New explanation on the creation of the Cocos record
Deepwater drilling off the Costa Rican coast suggests that the Cocos Ridge was formed by a previously unknown hot spot beneath Cocos Island and an ancient spreading system. Hot spot formed. As part of the international deep-sea drilling program ODP (Ocean Drilling Program), Dr. Martin Meschede, private lecturer at the Geological Institute of the University of Tübingen, took part in a drilling trip with the research ship Joides Resolution. The results of this research trip, which led to a completely new explanation for the formation of the Cocos Plate off the coast of Costa Rica, were recently presented.
According to popular hypothesis, hot spots are the volcanic manifestations of mantle diapirs, hot material that rises in a narrow jet from the interior of the mantle (or even deeper), penetrates the lithosphere, and flows out at the surface. Hot spots explain volcanism within a plate (intraplate volcanism) and volcanic island chains.
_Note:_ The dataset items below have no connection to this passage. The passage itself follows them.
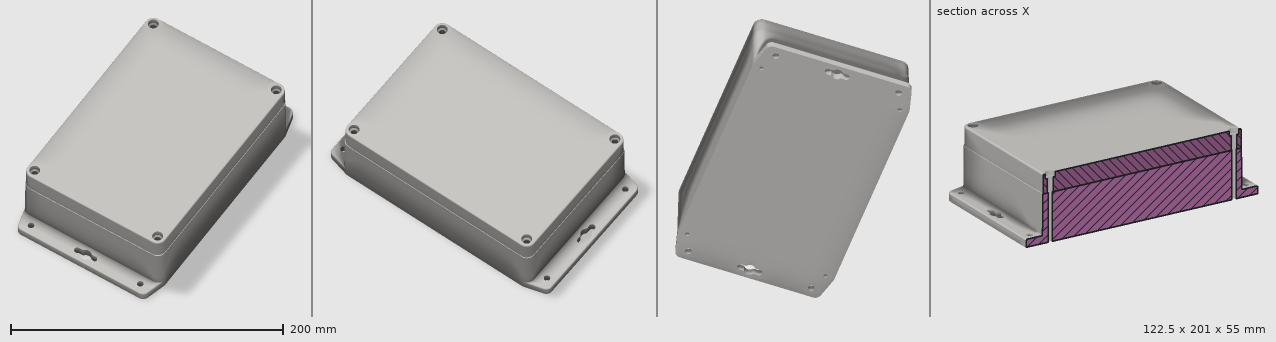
import cadquery as cq
import math

total_width = 122.5
total_length = 201.0
total_height = 55.0

base_foot_length = 172.7
base_height = 39.5
draft_angle = 0.7
corner_radius = 6.6
seam_chamfer = 0.3

top_round = 1.5

flange_height = 6.6
flange_slant = 15.0
flange_corner_radius = 4.8
flange_round = 1.2
foot_round = 0.5
mount_hole_x = 48.0
mount_hole_y = 93.3
mount_hole_diameter = 4.8
keyhole_length = 19.3
keyhole_slot_width = 4.8
keyhole_head_diameter = 8.6

screw_x = 54.0
screw_y = 79.2
screw_head_diameter = 8.0
screw_head_depth = 4.0
screw_clearance_diameter = 4.6
screw_pilot_diameter = 3.2

joint_inset = base_height * math.tan(math.radians(draft_angle)) + seam_chamfer
lid_width = total_width - 2 * joint_inset
lid_length = base_foot_length - 2 * joint_inset

slant = math.radians(flange_slant)
flange_root_x = total_width / 2 - corner_radius * (1 - math.cos(slant))
flange_root_y = base_foot_length / 2 - corner_radius * (1 - math.sin(slant))
flange_end_y = total_length / 2
flange_end_x = flange_root_x - (flange_end_y - flange_root_y) * math.tan(slant)

screw_points = [(sx * screw_x, sy * screw_y) for sx in (-1, 1) for sy in (-1, 1)]
mount_points = [(sx * mount_hole_x, sy * mount_hole_y) for sx in (-1, 1) for sy in (-1, 1)]
keyhole_points = [(0, -mount_hole_y), (0, mount_hole_y)]


def rounded_rectangle(width, length, radius):
    return cq.Sketch().rect(width, length).vertices().fillet(radius)


def through_cylinders(points, diameter, height):
    return cq.Workplane("XY").pushPoints(points).circle(diameter / 2).extrude(height)


def make_walls():
    profile = rounded_rectangle(total_width, base_foot_length, corner_radius)
    walls = cq.Workplane("XY").placeSketch(profile).extrude(base_height, taper=draft_angle)
    return walls.faces(">Z").edges().chamfer(seam_chamfer)


def make_flange_plate():
    """Plate through the foot of the box whose two ends are the tapered mounting flanges."""
    outline = [
        (flange_root_x, -flange_root_y),
        (flange_root_x, flange_root_y),
        (flange_end_x, flange_end_y),
        (-flange_end_x, flange_end_y),
        (-flange_root_x, flange_root_y),
        (-flange_root_x, -flange_root_y),
        (-flange_end_x, -flange_end_y),
        (flange_end_x, -flange_end_y),
    ]
    profile = cq.Sketch().polygon(outline + outline[:1])
    profile = profile.vertices(">Y or <Y").fillet(flange_corner_radius)
    plate = cq.Workplane("XY").placeSketch(profile).extrude(flange_height, taper=draft_angle)
    return plate.faces(">Z").edges().fillet(flange_round)


def make_foot_bead(walls, plate):
    """Concave round where the walls rise from the flange tops, kept only over the flat tops."""
    floor = cq.Workplane("XY").rect(2 * total_width, 2 * total_length).extrude(flange_height)
    foot = cq.selectors.BoxSelector(
        (-total_width / 2, -base_foot_length / 2, flange_height - foot_round),
        (total_width / 2, base_foot_length / 2, flange_height + foot_round),
    )
    rounded = floor.union(walls).edges(foot).fillet(foot_round)
    flat_top = plate.faces(">Z").wires().toPending().extrude(foot_round, combine=False)
    return rounded.intersect(flat_top)


def make_base():
    walls = make_walls()
    plate = make_flange_plate()
    base = walls.union(plate).union(make_foot_bead(walls, plate))

    slots = (
        cq.Workplane("XY").pushPoints(keyhole_points)
        .slot2D(keyhole_length, keyhole_slot_width).extrude(flange_height)
    )
    base = base.cut(slots)
    base = base.cut(through_cylinders(keyhole_points, keyhole_head_diameter, flange_height))
    base = base.cut(through_cylinders(mount_points, mount_hole_diameter, flange_height))
    return base.cut(through_cylinders(screw_points, screw_pilot_diameter, base_height))


def make_lid():
    profile = rounded_rectangle(lid_width, lid_length, corner_radius)
    lid = cq.Workplane("XY").workplane(offset=base_height).placeSketch(profile)
    lid = lid.extrude(total_height - base_height)
    lid = lid.faces(">Z").edges().fillet(top_round)
    return (
        lid.faces(">Z").workplane(origin=(0, 0, total_height)).pushPoints(screw_points)
        .cboreHole(screw_clearance_diameter, screw_head_diameter, screw_head_depth)
    )


base = make_base()
lid = make_lid()
result = cq.Compound.makeCompound([base.solids().val(), lid.solids().val()])

When a plate shifts, it takes the volcano over a hot spot with it, and it dies. A series of volcanoes can form in this way.
Previously it was assumed that a submarine ridge on the Cocos Plate, the Cocos Ridge, was formed by the Cocos Plate sliding over the Galapagos Hot Spot. However, the most recent investigations indicate that the Cocos Ridge is likely the product of a previously unknown hot spot beneath Cocos Island and an ancient spreading system. Spreading systems form when plates separate and bas alt rises. The fissure between the separating plates extends downward into the asthenosphere. Bas altic magmas rise into the gaps between the plates, flow out over the rifts, and form the oceanic ridges.
Since 1968, hundreds of boreholes with depths of up to several hundred meters have been drilled as part of the US-backed Deep Sea Drilling Program (DSDP) and its successor project, the international Ocean Drilling Program (ODP). The ODP is funded 60 percent by the American side, the remaining 40 percent is shared by research institutions in Japan, Canada, Australia, Germany, France, Great Britain and a consortium of the European Science Foundation.
Every two months, 25 geologists and geophysicists come together in an interesting part of the world's oceans to work together on the deep-sea drill ship Joides Resolution. The Joides Resolution is 143 meters long and has a derrick that is 61 meters high. From on board, several thousand meters of drill rods can be lowered onto the multisoil and then lowered another several thousand meters into the sediment and the underlying crust.